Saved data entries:
━━━━━━━━━━━━━━━━
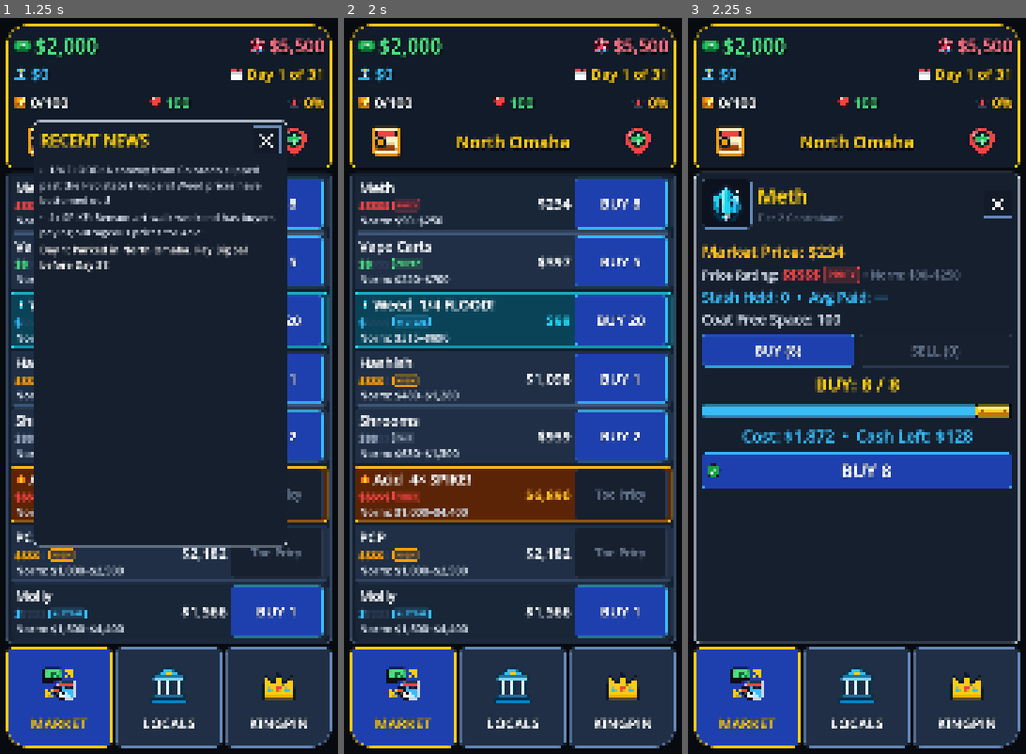
Above: before the commit, frames 1-3 (left to right).
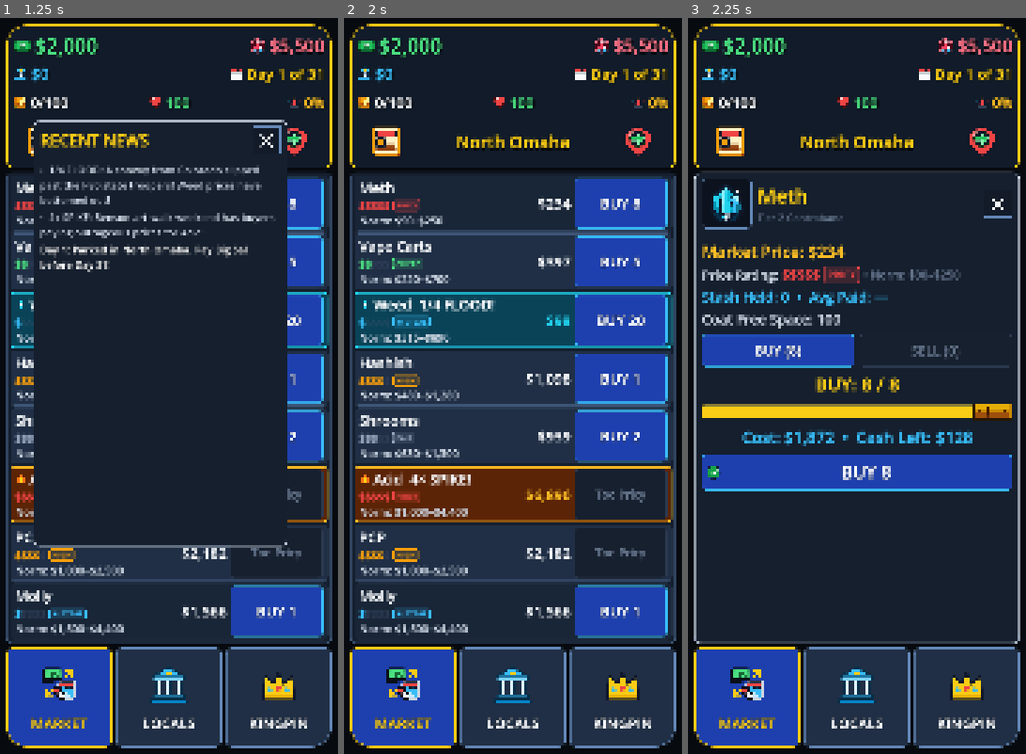
Above: after the commit, the same moments.

Repository: TimGoergen/dope-wars
Game: Godot game, scene res://Main.tscn
The game is run twice, just before and just after one commit, with the same random seed, the same clock (stepped at 60 frames per second) and the same inputs.
Inputs (mouse positions are in pixels of both pictures, inside the frame that each line leads up to):
- Up to frame 1 (1.25 s): click (43, 143) at 0.52 s
- Up to frame 2 (2 s): click (638, 143) at 1.27 s
- Up to frame 3 (2.25 s): click (809, 202) at 2.02 s

Frames 1-2 are identical in both runs. In frame 3, 3.2% of the frame differs, in the area x 4-96%, y 52-65%.

Commit message:
style: square-cornered darker gold slider button with matching bright gold track fill

Diff:
--- a/game/scripts/ui/TradeOverlay.gd
+++ b/game/scripts/ui/TradeOverlay.gd
@@ -328,7 +328,7 @@
 	_qty_label.horizontal_alignment = HORIZONTAL_ALIGNMENT_CENTER
 
 	_qty_slider = HSlider.new()
-	_qty_slider.custom_minimum_size = Vector2(0, 56)
+	_qty_slider.custom_minimum_size = Vector2(0, 60)
 	_qty_slider.size_flags_horizontal = Control.SIZE_EXPAND_FILL
 	_qty_slider.step = 1
 	UiPalette.style_slider(_qty_slider)
--- a/game/scripts/ui/UiIcons.gd
+++ b/game/scripts/ui/UiIcons.gd
@@ -701,40 +701,40 @@
 				<polygon points="48,42 49,39 50,42 53,43 50,44 49,47 48,44 45,43" fill="#FACC15"/>
 			</svg>"""
 		"slider_grabber":
-			return """<svg xmlns="http://www.w3.org/2000/svg" viewBox="0 0 160 64" width="160" height="64">
-				<rect x="6" y="8" width="148" height="52" rx="10" fill="#000000" opacity="0.65"/>
-				<rect x="4" y="4" width="152" height="56" rx="10" fill="#0A0F1D" stroke="#000000" stroke-width="2.5"/>
-				<rect x="8" y="8" width="144" height="48" rx="8" fill="#FACC15"/>
-				<rect x="11" y="10" width="138" height="21" rx="6" fill="#FEF08A" opacity="0.85"/>
-				<path d="M 11,38 L 11,48 A 6 6 0 0 0 17,54 L 143,54 A 6 6 0 0 0 149,48 L 149,38 Z" fill="#B45309" opacity="0.75"/>
-				<polygon points="34,26 26,32 34,38" fill="#854D0E" opacity="0.8"/>
-				<polygon points="126,26 134,32 126,38" fill="#854D0E" opacity="0.8"/>
-				<rect x="62" y="15" width="4" height="34" rx="2" fill="#78350F"/>
-				<rect x="74" y="15" width="4" height="34" rx="2" fill="#78350F"/>
-				<rect x="86" y="15" width="4" height="34" rx="2" fill="#78350F"/>
-				<rect x="98" y="15" width="4" height="34" rx="2" fill="#78350F"/>
-				<rect x="64" y="15" width="2" height="34" rx="1" fill="#FEF08A" opacity="0.65"/>
-				<rect x="76" y="15" width="2" height="34" rx="1" fill="#FEF08A" opacity="0.65"/>
-				<rect x="88" y="15" width="2" height="34" rx="1" fill="#FEF08A" opacity="0.65"/>
-				<rect x="100" y="15" width="2" height="34" rx="1" fill="#FEF08A" opacity="0.65"/>
+			return """<svg xmlns="http://www.w3.org/2000/svg" viewBox="0 0 144 64" width="144" height="64">
+				<rect x="4" y="6" width="136" height="56" fill="#000000" opacity="0.6"/>
+				<rect x="2" y="2" width="140" height="60" fill="#2E1B05" stroke="#120A02" stroke-width="2"/>
+				<rect x="5" y="5" width="134" height="54" fill="#CA8A04"/>
+				<rect x="7" y="7" width="130" height="22" fill="#EAB308" opacity="0.85"/>
+				<rect x="7" y="38" width="130" height="19" fill="#92400E" opacity="0.8"/>
+				<rect x="54" y="14" width="4" height="36" fill="#451A03"/>
+				<rect x="66" y="14" width="4" height="36" fill="#451A03"/>
+				<rect x="78" y="14" width="4" height="36" fill="#451A03"/>
+				<rect x="90" y="14" width="4" height="36" fill="#451A03"/>
+				<rect x="56" y="14" width="2" height="36" fill="#EAB308" opacity="0.6"/>
+				<rect x="68" y="14" width="2" height="36" fill="#EAB308" opacity="0.6"/>
+				<rect x="80" y="14" width="2" height="36" fill="#EAB308" opacity="0.6"/>
+				<rect x="92" y="14" width="2" height="36" fill="#EAB308" opacity="0.6"/>
+				<polygon points="28,26 20,32 28,38" fill="#451A03" opacity="0.85"/>
+				<polygon points="116,26 124,32 116,38" fill="#451A03" opacity="0.85"/>
 			</svg>"""
 		"slider_grabber_highlight":
-			return """<svg xmlns="http://www.w3.org/2000/svg" viewBox="0 0 160 64" width="160" height="64">
-				<rect x="4" y="6" width="152" height="54" rx="10" fill="#000000" opacity="0.75"/>
-				<rect x="3" y="3" width="154" height="58" rx="11" fill="#FEF08A" stroke="#FACC15" stroke-width="3"/>
-				<rect x="8" y="8" width="144" height="48" rx="8" fill="#FDE047"/>
-				<rect x="11" y="10" width="138" height="21" rx="6" fill="#FFFFFF" opacity="0.9"/>
-				<path d="M 11,38 L 11,48 A 6 6 0 0 0 17,54 L 143,54 A 6 6 0 0 0 149,48 L 149,38 Z" fill="#D97706" opacity="0.8"/>
-				<polygon points="34,26 26,32 34,38" fill="#92400E" opacity="0.9"/>
-				<polygon points="126,26 134,32 126,38" fill="#92400E" opacity="0.9"/>
-				<rect x="62" y="15" width="4" height="34" rx="2" fill="#92400E"/>
-				<rect x="74" y="15" width="4" height="34" rx="2" fill="#92400E"/>
-				<rect x="86" y="15" width="4" height="34" rx="2" fill="#92400E"/>
-				<rect x="98" y="15" width="4" height="34" rx="2" fill="#92400E"/>
-				<rect x="64" y="15" width="2" height="34" rx="1" fill="#FFFFFF" opacity="0.85"/>
-				<rect x="76" y="15" width="2" height="34" rx="1" fill="#FFFFFF" opacity="0.85"/>
-				<rect x="88" y="15" width="2" height="34" rx="1" fill="#FFFFFF" opacity="0.85"/>
-				<rect x="100" y="15" width="2" height="34" rx="1" fill="#FFFFFF" opacity="0.85"/>
+			return """<svg xmlns="http://www.w3.org/2000/svg" viewBox="0 0 144 64" width="144" height="64">
+				<rect x="3" y="5" width="138" height="57" fill="#000000" opacity="0.7"/>
+				<rect x="2" y="2" width="140" height="60" fill="#FACC15" stroke="#FEF08A" stroke-width="2.5"/>
+				<rect x="5" y="5" width="134" height="54" fill="#D97706"/>
+				<rect x="7" y="7" width="130" height="22" fill="#FACC15" opacity="0.9"/>
+				<rect x="7" y="38" width="130" height="19" fill="#B45309" opacity="0.85"/>
+				<rect x="54" y="14" width="4" height="36" fill="#78350F"/>
+				<rect x="66" y="14" width="4" height="36" fill="#78350F"/>
+				<rect x="78" y="14" width="4" height="36" fill="#78350F"/>
+				<rect x="90" y="14" width="4" height="36" fill="#78350F"/>
+				<rect x="56" y="14" width="2" height="36" fill="#FEF08A" opacity="0.85"/>
+				<rect x="68" y="14" width="2" height="36" fill="#FEF08A" opacity="0.85"/>
+				<rect x="80" y="14" width="2" height="36" fill="#FEF08A" opacity="0.85"/>
+				<rect x="92" y="14" width="2" height="36" fill="#FEF08A" opacity="0.85"/>
+				<polygon points="28,26 20,32 28,38" fill="#78350F" opacity="0.9"/>
+				<polygon points="116,26 124,32 116,38" fill="#78350F" opacity="0.9"/>
 			</svg>"""
 		"player_portrait", "player_hustler":
 			return """<svg xmlns="http://www.w3.org/2000/svg" viewBox="0 0 64 64" width="64" height="64">
--- a/game/scripts/ui/UiPalette.gd
+++ b/game/scripts/ui/UiPalette.gd
@@ -217,19 +217,19 @@
 
 
 static func style_slider(slider: HSlider) -> void:
-	var grabber_tex := UiIcons.get_icon("slider_grabber", 48)
-	var grabber_hl := UiIcons.get_icon("slider_grabber_highlight", 48)
+	var grabber_tex := UiIcons.get_icon("slider_grabber", 56)
+	var grabber_hl := UiIcons.get_icon("slider_grabber_highlight", 56)
 	slider.add_theme_icon_override("grabber", grabber_tex)
 	slider.add_theme_icon_override("grabber_highlight", grabber_hl)
 	slider.add_theme_icon_override("grabber_disabled", grabber_tex)
 
 	var track_bg := make_box(CARD_BG, BORDER_SLATE, 8, 2, 0, 0)
-	track_bg.content_margin_top = 18
-	track_bg.content_margin_bottom = 18
-
-	var track_fill := make_box(BANK_CYAN, BANK_CYAN, 8, 0, 0, 0)
-	track_fill.content_margin_top = 18
-	track_fill.content_margin_bottom = 18
+	track_bg.content_margin_top = 20
+	track_bg.content_margin_bottom = 20
+
+	var track_fill := make_box(GOLD_ACCENT, GOLD_ACCENT, 8, 0, 0, 0)
+	track_fill.content_margin_top = 20
+	track_fill.content_margin_bottom = 20
 
 	slider.add_theme_stylebox_override("slider", track_bg)
 	slider.add_theme_stylebox_override("grabber_area", track_fill)
--- a/game/sim/UiLayoutTest.gd
+++ b/game/sim/UiLayoutTest.gd
@@ -208,9 +208,9 @@
 	_assert_tree_within_bounds(main, "Tab 2 (Kingpin)")
 
 	# 5. Check TradeOverlay (both unowned and owned with 3rd DROP tab), LegacyOverlay, RunSummaryOverlay, DevTuningOverlay
-	var grabber_tex := UiIcons.get_icon("slider_grabber", 48)
-	if grabber_tex == null or grabber_tex.get_height() != 48 or grabber_tex.get_width() < 96:
-		push_error("FAIL [Slider Grabber Rectangular]: Expected height=48, width>=96, got %dx%d" % [
+	var grabber_tex := UiIcons.get_icon("slider_grabber", 56)
+	if grabber_tex == null or grabber_tex.get_height() != 56 or grabber_tex.get_width() < 112:
+		push_error("FAIL [Slider Grabber Rectangular]: Expected height=56, width>=112, got %dx%d" % [
 			grabber_tex.get_width() if grabber_tex else 0,
 			grabber_tex.get_height() if grabber_tex else 0
 		])
━━━━━━━━━━━━━━━━
▸ **TASK INSTRUCTIONS**
Write out, word for word, the lines from the start of the data through the one holding "The game is". Omit pictures.

▸ **FINAL ANSWER**
Above: before the commit, frames 1-3 (left to right).
Above: after the commit, the same moments.

Repository: TimGoergen/dope-wars
Game: Godot game, scene res://Main.tscn
The game is run twice, just before and just after one commit, with the same random seed, the same clock (stepped at 60 frames per second) and the same inputs.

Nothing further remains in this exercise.